▼

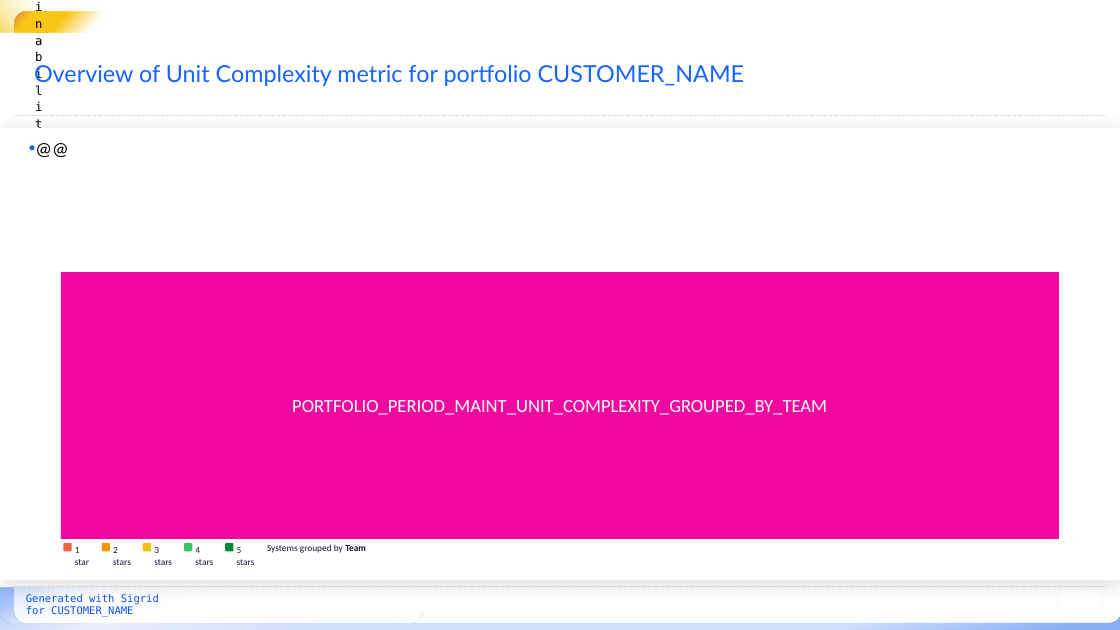
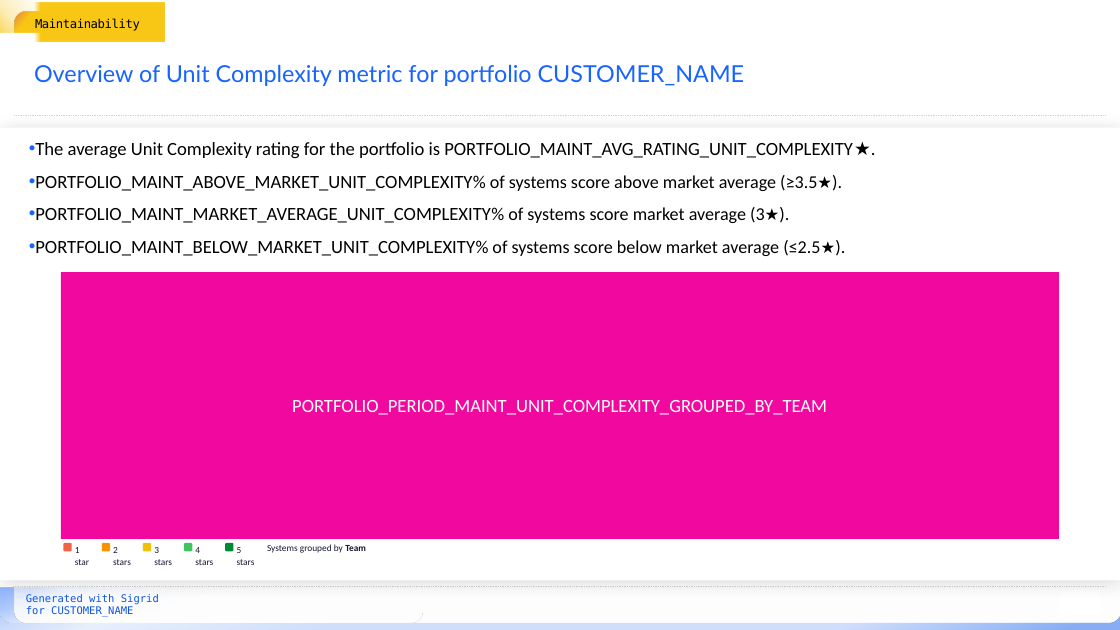
Before and after one commit to Software-Improvement-Group/sigrid-report-generator, a slide deck: slide 7 of src/report_generator/presets/templates/portfolio-metrics.pptx (slide 11 before the commit). Drawn at 1120x630 pixels with LibreOffice and Linux fonts; fonts in the diff are those of the drawing; background and template pictures are left out. Boxes give left, top, right and bottom in pixels: in the first picture for what was removed or moved away, otherwise in the second. Text is boxed around its words. In the diff, an @@ line names an element or a change of style, - is before the commit and + after.

Commit message:
Update portfolio metrics template

```diff
--- a/src/report_generator/presets/templates/portfolio-metrics.pptx
+++ b/src/report_generator/presets/templates/portfolio-metrics.pptx
@@ text "Maintainability" rewrapped from [35,12,49,33] to [35,18,140,31] @@
@@ text at [35,142,853,256]: text changed @@
-• @@
+• The average Unit Complexity rating for the portfolio is PORTFOLIO_MAINT_AVG_RATING_UNIT_COMPLEXITY ★.
+• PORTFOLIO_MAINT_ABOVE_MARKET_UNIT_COMPLEXITY% of systems score above market average (≥3.5★).
+• PORTFOLIO_MAINT_MARKET_AVERAGE_UNIT_COMPLEXITY% of systems score market average (3★).
+• PORTFOLIO_MAINT_BELOW_MARKET_UNIT_COMPLEXITY% of systems score below market average (≤2.5★).
```
Also in this commit, not shown: 39 other slides changed, 10 slides removed.

▲

» TASK INSTRUCTIONS
Give the number of lines that contain "changed" in the material above, with no other text.

» OUTPUT
2